Erfahrungen aus dem Bremer Projekt ComCall

Prof. Dr. Susanne Maaß, Dipl. Inform. Margita Zallmann
Universität Bremen

Ein Bildschirmarbeitsplatz in einem Call-Center

Call-Center erstellen Dienstleistungen für die Kunden eines Unternehmens, Klienten einer sozialen Organisation etc. – und zwar unmittelbar und abschließend im telefonischen Kontakt. Sie treten in vielerlei Formen auf, mit erheblichen Unterschieden ihrer Aufgaben, Arbeitsbedingungen und Qualifikationsanforderungen. Wir betrachten hier exemplarisch einen Arbeitsplatz, der nur einen Ausschnitt darstellt.

Ein Kaffeeunternehmen beliefert firmeneigene Cafeterias mit Kaffee und Zubehör und empfiehlt dafür Bestellungen über eine einheitliche Telefonnummer. Seine KundInnen sollen innerhalb ihrer geschäftsüblichen Zeiten ohne lästige Wartezeiten telefonisch bestellen können sowie prompt beliefert werden.

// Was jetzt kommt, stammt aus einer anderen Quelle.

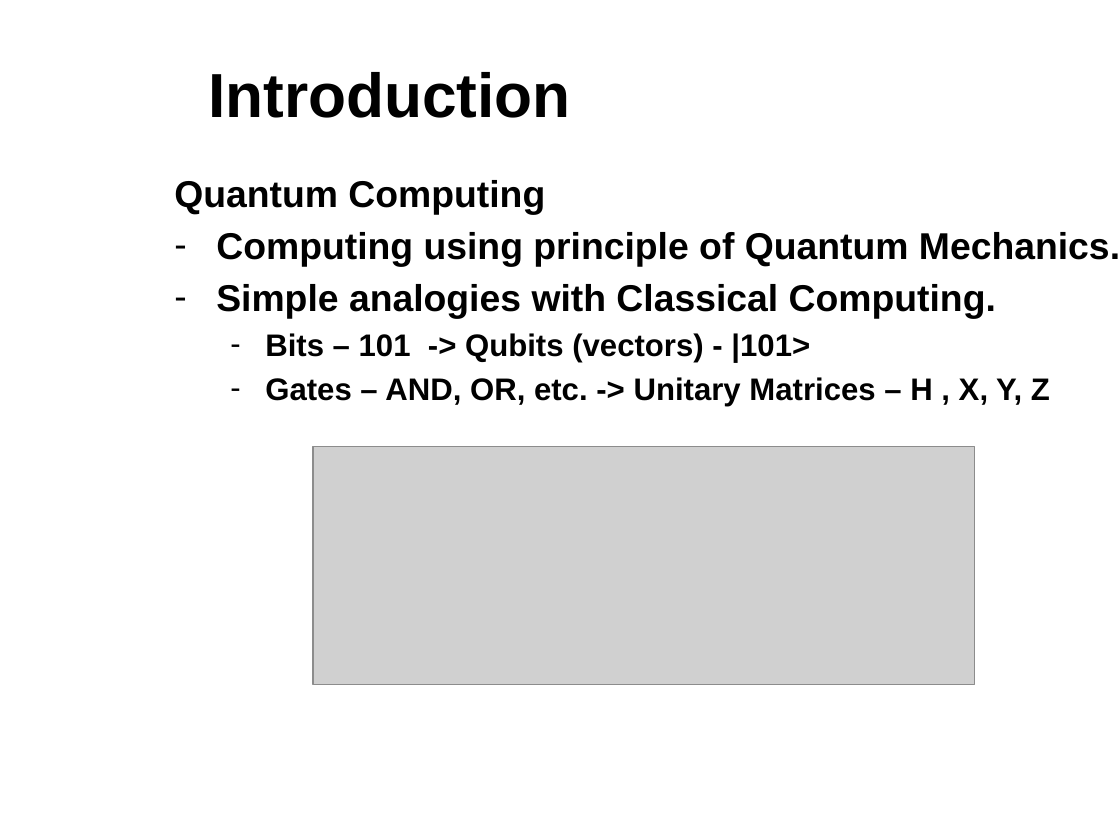
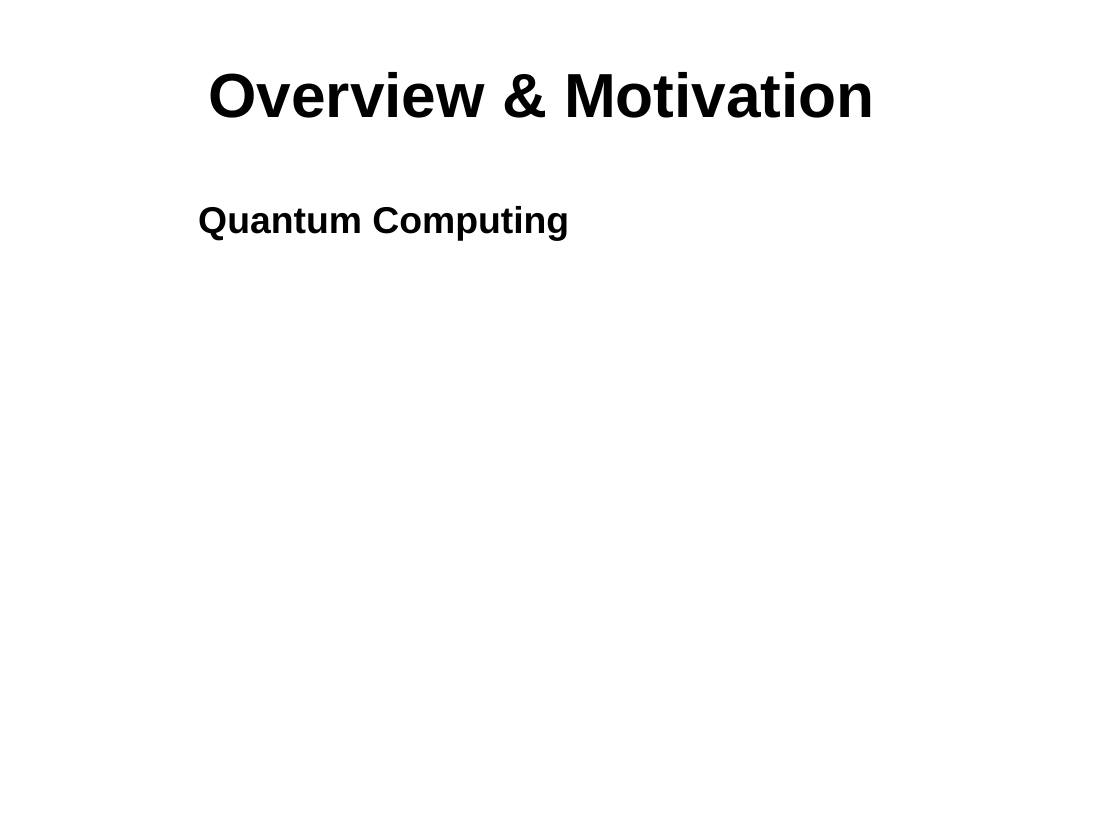
Before and after one commit to sdk21/PLT, a slide deck: slide 3 of Demo/Qlang.pptx. Drawn at 1120x840 pixels with LibreOffice and Linux fonts; fonts in the diff are those of the drawing; grey boxes stand for pictures; background and template pictures are left out. Boxes give left, top, right and bottom in pixels: in the first picture for what was removed or moved away, otherwise in the second. Text is boxed around its words. In the diff, an @@ line names an element or a change of style, - is before the commit and + after.

```diff
--- a/Demo/Qlang.pptx
+++ b/Demo/Qlang.pptx
@@ title at bbox=[208, 72, 875, 118]: text changed @@
-Introduction
+Overview & Motivation
@@ text "Quantum Computing": place and size @@
-text "Quantum Computing" at bbox=[174, 180, 1120, 406]
+text "Quantum Computing" at bbox=[198, 206, 569, 241]
@@ text at bbox=[216, 232, 1120, 406]: paragraphs removed @@
-– Computing using principle of Quantum Mechanics.
-– Simple analogies with Classical Computing.
-  – Bits – 101 -> Qubits (vectors) - |101>
-  – Gates – AND, OR, etc. -> Unitary Matrices – H , X, Y, Z
@@ picture removed at bbox=[314, 447, 976, 685] @@
```
Also in this commit, not shown: 9 other slides changed, 3 slides added, 3 slides removed, 1 other file.

Ein Call-Center erfasst die Bestellungen in Auftragsarbeit. Zuständig ist eine Gruppe von 10 "Agents" und einer TeamleiterIn. Sie arbeiten an Bildschirmarbeitsplätzen mit angeschlossenem Telefon und Headset (zusammen mit weiteren Gruppen) in einem Großraumbüro. Die Arbeitsplatzcomputer sind mit einem Mix aus neuerer Call-Center-Software und der üblichen Bestellsoftware des Lieferanten ausgestattet. Sie sind mit dem zentralen Computer-Telefon-System des Call-Centers verbunden und haben Zugriff auf die Produkt- und Kundendatenbank des Kaffeeunternehmens.

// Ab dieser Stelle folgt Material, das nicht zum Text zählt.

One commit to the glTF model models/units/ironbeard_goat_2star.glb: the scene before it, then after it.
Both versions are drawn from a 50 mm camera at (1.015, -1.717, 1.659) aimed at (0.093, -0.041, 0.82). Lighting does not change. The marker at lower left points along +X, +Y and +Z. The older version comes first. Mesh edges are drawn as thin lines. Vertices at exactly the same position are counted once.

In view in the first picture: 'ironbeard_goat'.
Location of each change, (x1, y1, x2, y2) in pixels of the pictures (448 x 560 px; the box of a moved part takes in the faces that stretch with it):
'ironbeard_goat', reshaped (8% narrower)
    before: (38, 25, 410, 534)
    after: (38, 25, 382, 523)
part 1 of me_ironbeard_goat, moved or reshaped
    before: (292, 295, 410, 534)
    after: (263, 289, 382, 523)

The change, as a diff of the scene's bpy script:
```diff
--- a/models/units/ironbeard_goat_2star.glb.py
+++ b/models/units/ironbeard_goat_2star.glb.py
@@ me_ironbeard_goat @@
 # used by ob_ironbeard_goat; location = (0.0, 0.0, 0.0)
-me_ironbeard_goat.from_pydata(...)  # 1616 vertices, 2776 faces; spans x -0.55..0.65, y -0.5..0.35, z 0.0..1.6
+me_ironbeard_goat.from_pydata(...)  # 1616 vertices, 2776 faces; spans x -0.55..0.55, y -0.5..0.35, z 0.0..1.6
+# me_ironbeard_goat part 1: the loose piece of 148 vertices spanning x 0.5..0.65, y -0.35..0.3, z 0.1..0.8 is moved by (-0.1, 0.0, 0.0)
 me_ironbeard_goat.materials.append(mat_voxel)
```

Ein hereinkommender Kundenanruf wird von der elektronischen Anrufverteilung des Call-Centers automatisch an eine gesprächsbereite MitarbeiterIn geleitet; parallel zur Anrufvermittlung werden ihr die relevanten Kunden- und Anrufdaten auf dem Bildschirm eingeblendet. Sie nimmt die Bestellung entgegen und gibt die zugehörigen Daten in das Bestellsystem ein. Nach dem Gespräch ergänzt sie die Eingaben und schickt die Bestellung an eine Lieferstelle. Neben den aktuellen Bestelldaten wird auch eine Kundenkontakthistorie gespeichert. Die KollegInnen der Gruppe können sich dadurch bei zukünftigen Kundenanrufen schnell ein Bild über die vorangegangenen Gespräche und Bestellungen machen.

Psychische Belastungen

Psychische Belastungen entstehen, wenn auf Grund organisatorischer Vorgaben oder organisatorischer und technischer Bedingungen das Arbeitshandeln erschwert, behindert oder sogar blockiert wird. Psychische Belastungen verursachen Stress. Krankheiten mit vielfältigen Symptomen wie Rückenschmerzen, Konzentrationsstörungen, Erschöpfungszuständen sind ihre längerfristige Folge. Wir zeigen im Folgenden einige psychische Belastungen auf, die aus den Bedingungen von Call-Center-Arbeit entstehen.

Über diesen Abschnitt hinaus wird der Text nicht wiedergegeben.